IMHO people often attribute to luck what is in fact created by themselves.

On another note, Norway's oil production is now in sharp decline:

[http://www.norway.org/NR/rdonlyres/3AE52C92-D215-419D-8131-9...](http://www.norway.org/NR/rdonlyres/3AE52C92-D215-419D-8131-9A5A13FB1ACA/49868/productionncs1.gif)

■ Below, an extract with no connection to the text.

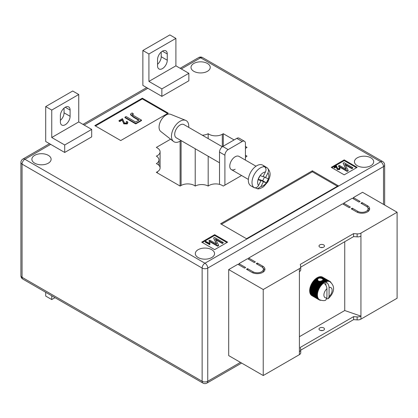 <?xml version="1.0" encoding="UTF-8"?>
<svg xmlns="http://www.w3.org/2000/svg" width="418" height="418" viewBox="0 0 418 418"><rect width="100%" height="100%" fill="white"/><g stroke="black" fill="none" stroke-linecap="round" stroke-linejoin="round"><path stroke-width="0.63" d="M321.656 280.802L323.929 282.113A10.685 6.171 -60 0 1 324.185 281.951L321.954 280.666L320.36 281.398L318.291 281.084L317.523 279.276L318.814 278.085L321.317 278.221L326.724 281.471A10.382 5.993 120 0 0 326.082 281.675A10.382 5.993 120 0 0 325.852 281.763C327.837 283.148 328.914 285.045 329.086 287.448L329.086 296.587A5.8 3.349 120 0 0 332.111 290.27A5.8 3.349 120 0 0 329.086 287.448M321.405 281.147L324.112 282.709A10.382 5.993 120 0 0 323.689 283.007A10.382 5.993 120 0 0 323.459 283.185A10.382 5.993 120 0 0 322.816 283.728A10.382 5.993 120 0 0 322.189 284.324A10.382 5.993 120 0 0 321.583 284.971A10.382 5.993 120 0 0 321.003 285.666A10.382 5.993 120 0 0 320.454 286.403A10.382 5.993 120 0 0 319.942 287.176A10.382 5.993 120 0 0 319.462 287.976A10.382 5.993 120 0 0 319.028 288.796A10.382 5.993 120 0 0 318.641 289.637A10.382 5.993 120 0 0 318.307 290.484A10.382 5.993 120 0 0 318.02 291.336A10.382 5.993 120 0 0 317.79 292.182A10.382 5.993 120 0 0 317.612 293.013A10.382 5.993 120 0 0 317.497 293.833A10.382 5.993 120 0 0 317.434 294.622A10.382 5.993 120 0 0 317.434 295.385L309.66 290.912A10.685 6.171 120 0 1 309.66 290.625L309.675 290.118A10.685 6.171 120 0 1 309.701 289.815L309.754 289.298A10.685 6.171 120 0 1 309.801 288.984L309.895 288.451A10.685 6.171 120 0 1 309.963 288.133L310.093 287.589A10.685 6.171 120 0 1 310.182 287.265L310.349 286.711A10.685 6.171 120 0 1 310.459 286.387L310.663 285.839A10.685 6.171 120 0 1 310.793 285.515L311.023 284.966A10.685 6.171 120 0 1 311.175 284.648L311.441 284.109A10.685 6.171 120 0 1 311.603 283.796L311.922 283.226A10.685 6.171 120 0 1 312.084 282.96L312.403 282.453A10.685 6.171 120 0 1 312.601 282.155L312.946 281.669A10.685 6.171 120 0 1 313.155 281.387L313.521 280.922A10.685 6.171 120 0 1 313.746 280.656L314.127 280.222A10.685 6.171 120 0 1 314.357 279.976L314.759 279.569A10.685 6.171 120 0 1 315 279.344L315.407 278.973A10.685 6.171 120 0 1 315.653 278.769L317.518 279.841L315.904 278.822L316.076 278.44L317.523 279.276M319.801 247.137A2.748 1.588 180 0 1 318.997 246.019A2.748 1.588 180 0 1 320.695 244.551A2.748 1.588 180 0 1 323.689 244.896A2.748 1.588 180 0 1 324.493 246.019A2.748 1.588 180 0 1 322.8 247.482A2.748 1.588 180 0 1 319.801 247.137M322.665 247.513A2.748 1.588 0 0 0 320.831 247.513M319.801 330.163A2.748 1.588 180 0 1 318.997 329.039A2.748 1.588 180 0 1 320.695 327.571A2.748 1.588 180 0 1 323.689 327.916A2.748 1.588 180 0 1 324.493 329.039A2.748 1.588 180 0 1 322.8 330.502A2.748 1.588 180 0 1 319.801 330.163M320.831 330.534A2.748 1.588 180 0 1 322.665 330.534M238.944 264.902L238.944 263.654L245.638 267.52L244.561 268.142L237.868 264.28L228.688 269.579L228.688 355.593L263.236 375.536L299.398 354.657A4.582 2.644 0 0 0 300.741 352.787L300.741 349.793A4.582 2.644 0 0 0 300.704 349.464L300.265 347.426L353.591 316.635L353.591 319.629L300.741 350.143M248.663 259.291L248.663 258.047L255.356 261.908L254.275 262.535L247.581 258.669L238.944 263.654M343.664 204.444L343.664 203.2L350.357 207.062L349.276 207.689L342.582 203.822L248.663 258.047M353.377 198.837L353.377 197.589L360.07 201.455L358.994 202.077L352.301 198.21L343.664 203.2M360.933 233.113L360.933 236.107A4.582 2.644 180 0 1 357.129 236.86L357.129 233.871A4.582 2.644 180 0 0 360.933 233.113L397.1 212.234L362.552 192.29L353.377 197.589M299.398 336.704L344.74 310.527L360.933 316.139L360.933 319.127L397.1 298.248L397.1 212.234M360.933 319.127A4.582 2.644 180 0 1 357.129 319.885L353.591 319.629M367.412 205.693A7.634 4.405 180 0 1 369.648 208.807A7.634 4.405 180 0 1 364.935 212.882A7.634 4.405 180 0 1 356.617 211.926L351.219 208.807L352.301 208.185L357.698 211.299A6.108 3.527 180 0 0 364.35 212.067A6.108 3.527 180 0 0 368.122 208.807A6.108 3.527 180 0 0 366.335 206.314L360.933 203.2L362.014 202.573L367.412 205.693L367.412 207.161M252.979 271.757A6.108 3.527 0 0 0 259.635 272.526A6.108 3.527 0 0 0 263.403 269.265A6.108 3.527 0 0 0 261.616 266.773L256.218 263.654L257.3 263.032L262.697 266.151A7.634 4.405 0 0 1 264.934 269.265A7.634 4.405 0 0 1 260.221 273.335A7.634 4.405 0 0 1 251.902 272.384L246.5 269.265L247.581 268.643L252.979 271.757L252.979 272.902M228.688 269.579L263.236 289.522L299.398 268.643A4.582 2.644 0 0 0 300.741 266.773A4.582 2.644 0 0 0 300.704 266.444L300.265 264.406L353.591 233.615L357.129 233.871M344.74 241.719L344.74 310.527M318.093 278.435L317.001 277.808A10.685 6.171 120 0 0 316.75 277.965L316.321 278.252A10.685 6.171 120 0 0 316.076 278.44M317.215 277.928L317.424 277.562L318.516 278.189M318.814 278.085L317.68 277.427A10.685 6.171 120 0 0 317.424 277.562M317.894 277.552L318.103 277.228L319.399 277.975M319.801 277.96L318.354 277.124A10.685 6.171 120 0 0 318.103 277.228M318.568 277.249L318.772 276.967L320.632 278.043M321.317 278.221L319.018 276.888A10.685 6.171 120 0 0 318.772 276.967M319.237 277.019L319.43 276.784L326.61 280.933A10.685 6.171 -60 0 1 326.85 280.886L327.351 281.345A10.382 5.993 120 0 0 326.724 281.471L326.61 280.933M326.85 280.886L319.665 276.737A10.685 6.171 120 0 0 319.43 276.784M319.895 276.868L327.247 280.828A10.685 6.171 -60 0 1 327.482 280.807L327.952 281.293A10.382 5.993 120 0 0 327.351 281.345L327.247 280.828M327.482 280.807L320.298 276.659A10.685 6.171 120 0 0 320.068 276.679M320.533 276.794L327.864 280.797A10.685 6.171 -60 0 1 328.088 280.807L328.538 281.319A10.382 5.993 120 0 0 327.952 281.293L327.864 280.797M328.088 280.807L320.904 276.659A10.685 6.171 120 0 0 320.684 276.653M321.155 276.805L328.454 280.849A10.685 6.171 -60 0 1 328.663 280.886L329.086 281.418A10.382 5.993 120 0 0 328.538 281.319L328.454 280.849M328.663 280.886L321.479 276.742A10.685 6.171 120 0 0 321.27 276.7M321.745 276.894L329.008 280.98A10.685 6.171 -60 0 1 329.206 281.048L329.598 281.596A10.382 5.993 120 0 0 329.086 281.418L329.008 280.98M329.206 281.048L322.022 276.899A10.685 6.171 120 0 0 321.823 276.831M322.304 277.061L329.525 281.183A10.685 6.171 -60 0 1 329.708 281.283L330.074 281.847A10.382 5.993 120 0 0 329.959 281.779A10.382 5.993 120 0 0 329.598 281.596L329.525 281.183M322.612 277.181L322.503 277.118A10.685 6.171 120 0 0 322.341 277.04M311.447 295.296L311.441 295.369A10.685 6.171 120 0 0 311.603 295.495L318.788 299.638A10.685 6.171 -60 0 1 318.62 299.518L319.028 299.366A10.382 5.993 120 0 0 319.462 299.69A10.382 5.993 120 0 0 319.577 299.758C322.665 300.808 324.723 300.923 325.747 300.103L326.928 297.83L326.928 288.692A5.8 3.349 120 0 0 323.908 295.009A5.8 3.349 120 0 0 326.928 297.83M311.044 294.862L311.023 294.988A10.685 6.171 120 0 0 311.175 295.139L318.359 299.288A10.685 6.171 -60 0 1 318.208 299.136L318.641 298.974A10.382 5.993 120 0 0 319.028 299.366L318.359 299.288M310.699 294.361L310.663 294.538A10.685 6.171 120 0 0 310.793 294.716L317.973 298.86A10.685 6.171 -60 0 1 317.847 298.687L318.307 298.52A10.382 5.993 120 0 0 318.641 298.974L317.973 298.86M310.417 293.802L310.349 294.021A10.685 6.171 120 0 0 310.459 294.22L317.643 298.368A10.685 6.171 -60 0 1 317.534 298.17L318.02 297.997A10.382 5.993 120 0 0 318.307 298.52L317.643 298.368M310.187 293.185L310.093 293.446A10.685 6.171 120 0 0 310.182 293.666L317.366 297.815A10.685 6.171 -60 0 1 317.278 297.59L317.79 297.417A10.382 5.993 120 0 0 318.02 297.997L317.366 297.815M310.02 292.511L309.895 292.809A10.685 6.171 120 0 0 309.963 293.055L317.147 297.198A10.685 6.171 -60 0 1 317.079 296.958L317.612 296.785A10.382 5.993 120 0 0 317.79 297.417L317.147 297.198M309.916 291.795L309.754 292.125A10.685 6.171 120 0 0 309.801 292.386L316.985 296.534A10.685 6.171 -60 0 1 316.938 296.273L317.497 296.106A10.382 5.993 120 0 0 317.612 296.785L316.985 296.534M309.869 291.038L309.675 291.393A10.685 6.171 120 0 0 309.701 291.67L316.881 295.819A10.685 6.171 -60 0 1 316.86 295.542L317.434 295.385A10.382 5.993 120 0 0 317.497 296.106L316.881 295.819M299.398 268.643L299.398 351.663A4.582 2.644 0 0 0 300.741 349.793M360.933 236.107L360.933 316.139A4.582 2.644 180 0 1 357.129 316.891L353.591 316.635M263.236 289.522L263.236 375.536M357.129 236.86L353.591 236.604L353.591 233.615M353.591 236.604L300.741 267.118M299.398 271.632A4.582 2.644 0 0 0 300.741 269.767L300.741 266.773M311.818 283.665L311.901 283.268L319.086 287.417A10.685 6.171 -60 0 1 319.263 287.109L319.942 287.176L319.587 286.602A10.685 6.171 -60 0 1 319.786 286.304L320.454 286.403L320.131 285.818A10.685 6.171 -60 0 1 320.34 285.536L321.003 285.666L320.705 285.071A10.685 6.171 -60 0 1 320.925 284.804L321.583 284.971L321.311 284.371A10.685 6.171 -60 0 1 321.541 284.12L322.189 284.324L321.938 283.717A10.685 6.171 -60 0 1 322.179 283.488L322.816 283.728L322.591 283.122A10.685 6.171 -60 0 1 322.837 282.913L323.459 283.185L323.255 282.584A10.685 6.171 -60 0 1 323.506 282.401L324.112 282.709L323.929 282.113M329.708 281.283L322.524 277.134A10.685 6.171 120 0 0 322.503 277.118M320.789 300.302A10.685 6.171 -60 0 1 320.705 300.296L320.34 300.26A10.685 6.171 -60 0 1 320.131 300.218L319.786 300.129A10.685 6.171 -60 0 1 319.587 300.061L319.263 299.92A10.685 6.171 -60 0 1 319.086 299.826L311.901 295.662M323.689 283.007C325.674 284.392 326.756 286.288 326.928 288.692M326.777 298.907L328.302 298.635L329.086 296.587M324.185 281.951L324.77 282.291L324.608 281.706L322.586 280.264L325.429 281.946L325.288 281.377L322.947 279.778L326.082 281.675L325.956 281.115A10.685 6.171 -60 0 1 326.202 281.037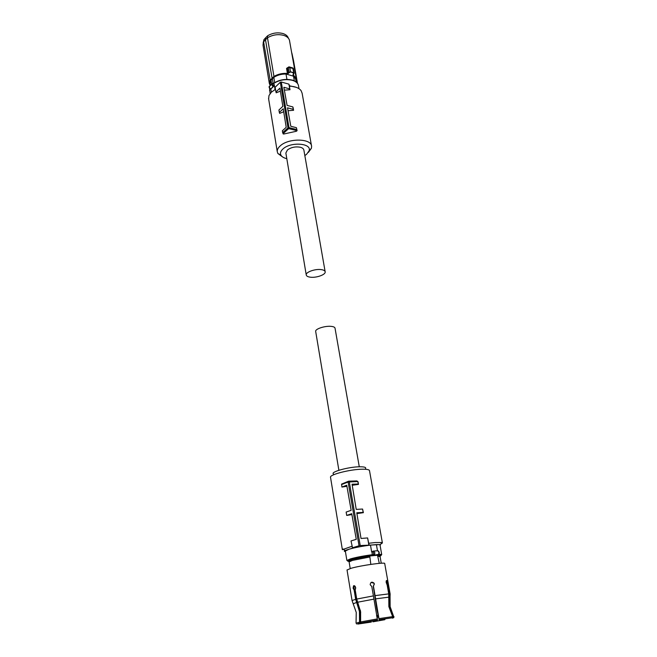 <?xml version="1.0" encoding="UTF-8"?>
<svg xmlns="http://www.w3.org/2000/svg" width="657" height="657" viewBox="0 0 657 657"><rect width="100%" height="100%" fill="white"/><g stroke="black" fill="none" stroke-linecap="round" stroke-linejoin="round"><path stroke-width="0.99" d="M271.357 92.202L270.832 89.015L274.322 85.139L275.053 89.533M272.827 83.464L272.138 83.505L271.62 84.556L272.556 86.01L273.337 85.509L273.304 86.305L272.556 86.01M270.126 84.022L270.996 80.162L271.637 84.022L269.156 86.962L270.347 88.703M273.131 83.373L272.368 78.783L273.821 77.386L274.692 82.593M270.996 80.162L272.368 78.783M286.132 79.398L279.176 80.581M296.192 82.084L295.601 78.881L293.523 76.187L286.009 74.027L286.937 79.39M286.009 74.027C281.352 73.995 277.287 75.112 273.821 77.386M293.851 73.765L293.088 75.448L296.02 78.75L296.052 81.304M293.006 74.734L293.794 72.738L294.164 73.149L293.088 74.742M290.427 72.163L289.376 72.475L290.501 71.777L293.671 73.099M270.224 85.402L270.257 80.63L274.191 76.754C278.141 74.463 282.535 73.477 287.372 73.814L289.376 72.475M293.523 76.187L294.361 80.934M293.088 75.448L293.063 74.824M293.819 73.765L294.164 73.149M294.164 73.157L293.342 68.492L288.267 67.375L289.105 72.188L288.472 73.428M287.897 67.457L286.551 68.41L287.331 68.172L288.201 73.141L287.372 73.814M274.191 76.754L273.961 76.442C277.993 74.093 282.477 73.083 287.421 73.428L286.551 68.41M272.17 78.717L265.494 39.798L263.613 41.834L270.257 80.63M297.407 83.308L291.815 53.373M296.315 78.791L289.441 40.143C288.727 37.991 286.863 36.414 283.849 35.412C278.166 33.934 272.712 34.722 267.489 37.778L273.961 76.442L269.994 80.351L269.329 83.414L270.117 85.509L269.329 83.414L263.071 45.497M267.489 37.778L265.494 39.798L265.724 37.712L267.654 35.757L267.489 37.778M265.724 37.712L263.909 39.691L262.997 45.029M288.464 38.32L288.341 38.09C287.676 36.028 285.91 34.525 283.036 33.564C277.714 32.168 272.581 32.899 267.654 35.757M289.359 66.932L292.726 67.934L293.794 72.738L290.501 71.777L289.729 67.367L288.891 66.842L288.226 67.4M263.909 39.691L263.128 43.132M297.449 83.086L293.507 60.477M291.954 53.488L291.683 52.642M293.424 60.378L291.979 53.496M275.488 89.295L271.341 92.218L268.984 95.552L268.647 98.944M308.404 152.383L311.426 148.236L311.599 146.33C311.549 138.331 288.464 137.913 280.211 145.903C278.083 147.817 277.098 149.739 277.27 151.668L277.854 153.467L282.518 156.892M311.508 145.813L302.121 93.22L301.062 90.617C298.878 87.857 294.985 86.371 289.384 86.141L290.008 89.73L284.374 90.157M296.34 87.356L289.458 85.788L288.916 84.145L289.729 88.9L283.865 87.274L287.084 105.399L292.833 106.91L293.153 107.855L293.58 110.294L288.037 110.721M292.833 106.91L293.252 109.333L287.52 107.838L290.805 126.292L296.414 127.68L297.104 130.612L296.455 131.236L283.816 134.012L283.208 133.962L282.74 132.829M283.709 111.756L279.668 113.382L279.324 112.421L283.233 108.791L286.214 127.302L282.362 130.776L282.666 132.624L283.816 134.012M280.383 91.118L276.227 92.809L275.932 91.988L279.907 88.161L282.839 106.344L278.921 109.998L279.324 112.421M286.805 158.649C283.898 157.992 281.96 156.859 280.974 155.233C279.923 153.221 280.588 151.118 282.986 148.942C290.755 141.501 312.149 143.193 309.086 150.855L306.573 154.321L304.832 155.569M290.008 89.73L289.729 88.9M293.252 109.333L293.58 110.294M296.414 127.68L297.104 130.612M296.455 131.236L296.726 129.536M282.666 132.624L287.988 127.844L288.99 127.622L296.726 129.528M296.184 130.456L288.694 128.624L287.988 127.844L280.309 82.232L275.143 87.233L275.932 91.988M288.916 84.145L281.286 82.01L288.99 127.622L288.694 128.624L283.528 133.24M280.309 82.232L281.286 82.01M306.236 274.897C305.628 272.08 315.401 268.647 321.339 269.633C323.729 269.994 325.01 270.741 325.182 271.875C325.749 274.725 316.099 278.1 310.161 277.164C307.722 276.811 306.408 276.055 306.236 274.897L285.861 153.007L287.446 149.96C291.035 147.34 295.256 146.421 300.093 147.193C302.401 147.776 303.665 148.778 303.895 150.198L325.141 271.661M359.28 466.79L335.037 328.237C334.889 327.252 333.608 326.636 331.194 326.373C325.166 325.667 315.122 328.911 315.664 331.358L315.697 331.547M352.226 485.277L358.484 484.39L357.778 481.556L348.136 482.033L348.645 481.179L349.294 481.811L360.217 545.548L369.185 545.146L368.7 543.265L375.131 542.551L381.799 542.526L382.407 542.961L380.846 544.012M330.537 477.393L330.504 477.187C329.74 474.535 350.353 469.303 362.237 469.213C366.959 469.147 369.382 469.656 369.513 470.732L382.382 542.838M330.504 477.187L342.363 549.679L351.906 546.304M345.418 551.593C344.079 551.437 343.931 551.075 344.966 550.5L352.587 548.135L351.01 540.949L356.258 539.323L351.75 513.7L346.707 515.433L351.897 514.562M346.707 515.433L346.14 512.066L351.15 510.317L346.74 485.219L341.927 487.059L346.921 486.287M357.737 481.392L358.057 481.918L356.858 480.924L348.867 481.17M358.484 484.39L358.057 481.918M356.915 513.618L363.387 512.665L362.574 509.044L356.217 509.389L352.053 484.225L358.213 484.02M368.7 543.265L367.616 537.943L361.022 538.461L356.776 512.772L363.165 512.411L362.574 509.044M369.185 545.146L380.502 544.538L380.132 545.655M365.506 468.655C366.384 467.373 364.43 466.749 359.642 466.782C348.719 466.831 330.175 471.956 333.428 473.96M341.927 487.059L341.583 484.102L348.341 481.294M368.823 544.825L367.616 537.943M352.168 547.839L359.034 545.77L348.136 482.033L341.509 484.587M360.217 545.548L359.034 545.77M377.471 550.697L376.404 544.604L370.474 545.105L371.665 551.979L373.094 551.108M376.404 544.604C378.834 544.522 380.05 544.694 380.033 545.105L381.701 554.5M345.327 551.042L348.998 549.236C355.01 547.527 362.163 546.156 370.474 545.105M373.767 555.198L373.151 551.092L373.899 551.157L374.884 552.783L374.539 554.795L373.874 555.231L378.719 554.327M374.539 554.795L373.71 554.294L373.291 551.872L373.899 551.157M377.915 550.747L373.537 551.059M378.949 554.163L381.717 554.59L378.383 554.697M349.105 560.873L352.382 559.37L369.751 555.978L377.496 555.255L379.738 555.633L379.877 556.405M373.439 554.541L372.494 554.697C364.068 555.781 356.776 557.161 350.6 558.844L346.88 560.454L351.01 559.444C357.071 557.85 364.2 556.512 372.388 555.436L373.874 555.231L372.297 555.502L372.01 551.937L372.954 551.781M369.751 555.978L370.819 564.379M377.496 555.255L379.303 563.353M349.105 561.924L352.423 560.421L369.546 557.046M347.044 570.005L351.06 568.28C361.153 565.381 385.955 561.924 384.715 563.566L390.135 593.985M378.054 556.249L380.083 556.627L381.249 563.221M360.619 621.949L377.332 618.91L377.455 620.003L361.079 622.967L360.619 621.949L360.611 611.897L356.718 599.069L355.174 589.74L355.7 587.514L353.934 585.658L353.515 585.904L353.088 588.171L354.123 590.002L354.92 589.904L356.488 599.348L360.241 611.404L360.25 623.156L357.778 623.707M377.332 618.91L371.788 586.512L370.17 584.697C370.614 582.061 371.878 581.527 373.973 583.087L374.178 584.122L373.291 586.34L374.35 584.024L373.973 583.087M379.023 618.623L392.648 616.627L392.492 617.752L379.146 619.715L373.463 586.249M392.648 616.627L388.862 606.625L388.739 593.887L387.096 584.623L386.217 582.636C386.07 580.985 386.291 580.287 386.874 580.542L386.373 580.64M393.058 617.703L392.311 618.163L393.773 617.679L393.058 617.703L393.215 616.578L389.429 606.592L389.305 593.871L386.874 580.542M356.168 623.164L359.551 622.163L359.453 611.511L355.667 599.315L354.123 590.002M354.92 589.904L353.885 588.072L354.46 585.691M361.079 622.967L377.455 620.003M371.123 582.439L373.808 583.186M379.146 619.715L376.855 609.302L373.291 586.34M379.097 619.74L392.492 617.752M386.201 581.133L386.817 584.27M387.663 584.631L387.113 584.73M372.683 620.824L372.913 621.809L372.856 620.791M357.851 623.682L371.279 622.08L371.23 621.079M358.41 623.55L358.04 624.043M359.551 622.163L360.011 623.189M355.232 586.553L353.901 586.668M393.215 616.578L393.937 616.677M385.265 618.754L384.772 619.707L372.954 621.793M384.534 619.748L384.517 618.869M384.772 619.707L372.913 621.809M371.328 622.064L358.311 623.994M357.695 624.051L360.25 623.156M378.301 616.447L376.814 616.718M376.781 616.586L378.284 616.34L376.781 616.578M378.448 617.063L376.946 617.284M376.929 617.219L378.416 616.931L376.904 617.137M299.025 88.703L298.516 85.853C298.106 83.291 296.044 81.443 292.324 80.31C285.754 78.84 279.57 79.867 273.772 83.398L274.322 85.139M269.707 88.317L269.6 90.797M292.045 80.064C285.639 78.643 279.603 79.645 273.944 83.069L273.016 83.611M272.737 83.685L273.016 85.353L272.737 83.685M273.337 85.509L274.174 85.541M270.996 88.917L273.714 86.272M293.162 74.684L296.225 78.462L296.102 81.558M293.392 60.37L297.178 83.02M378.202 554.984C381.503 554.902 382.046 555.305 379.845 556.2M349.195 561.439C346.625 561.308 347.298 560.651 351.232 559.485C357.178 557.867 364.2 556.545 372.297 555.502M377.676 550.689L379.007 552.414L378.489 554.607L373.776 555.198M356.718 599.069L373.398 595.891M375.081 595.62L388.739 593.887M389.305 593.871L390.143 594.043L390.028 597.394M352.062 600.555L355.667 599.315M357.695 602.206L373.858 599.151M375.541 598.88L388.772 597.164M389.338 597.139L390.061 597.197L390.135 606.641M353.441 603.693L356.644 602.453M360.307 610.148L360.685 612.414M378.03 615.231L376.535 615.478M376.954 617.342L378.448 617.071M376.814 616.742L378.309 616.455M292.242 80.121C292.496 79.686 297.925 82.963 297.662 83.653M269.69 88.301L270.068 93.655M269.239 86.272C268.959 87.553 269.313 88.375 270.306 88.72L270.553 88.851M272.942 83.382L273.788 83.168M272.869 83.382L272.417 83.431M270.06 83.587L270.339 85.295M296.11 81.591L296.397 79.259M293.342 68.484L292.997 68.008M293.507 60.46L291.618 52.273M268.549 98.394L277.27 151.668M280.974 155.233L277.854 153.467M283.208 133.962L282.814 132.936M309.086 150.855L311.426 148.236M315.664 331.358L338.881 470.281M380.502 544.538L381.799 542.526M344.966 550.5L343.094 549.022M346.88 560.454L345.311 550.936M378.054 550.812C379.5 552.044 379.647 553.309 378.489 554.607M349.237 561.645L349.089 560.782M350.197 568.527L349.097 561.834M356.045 623.017L356.25 612.431L352.045 600.498L347.027 569.915M353.523 585.904L354.32 585.814M393.773 617.679L393.954 616.562M390.143 606.682L393.658 616.553M356.611 624.002L356.078 623M355.182 586.258L355.626 588.91M357.909 602.666L358.081 603.709M378.26 616.266L376.765 616.512M378.391 616.824L376.888 617.038"/></g></svg>

[http://aleklett.wordpress.com/2008/07/30/a-decline-rate-
stud...](http://aleklett.wordpress.com/2008/07/30/a-decline-rate-study-of-
norwegian-oil-production/)

------
miked
_Olsen gives al-Kasim much of the credit: he pushed the government to increase
extraction rates; insisted that companies try new technologies, such as water
injection in chalk reservoirs or horizontal drilling; and threatened to
withdraw operating licences from companies that balked. “It is this culture, a
culture of ‘squeezing the last drop out’, which he cultivated,” says Olsen._

As it stands, this makes no sense. If a cost-benefit analysis showed that
investing in technology to increase extraction efficiencies would pay off
(given the volatitlty of future prices, etc.), then it should have been done
regardless of his urgings. If it didn't, he should never have pushed the idea.
In the first case, StatOil would need new managers. In the second, the subject
of the story would be wrong.

You'd think that the editors of _The Financial Times_ would have pursued that
issue in a bit more depth.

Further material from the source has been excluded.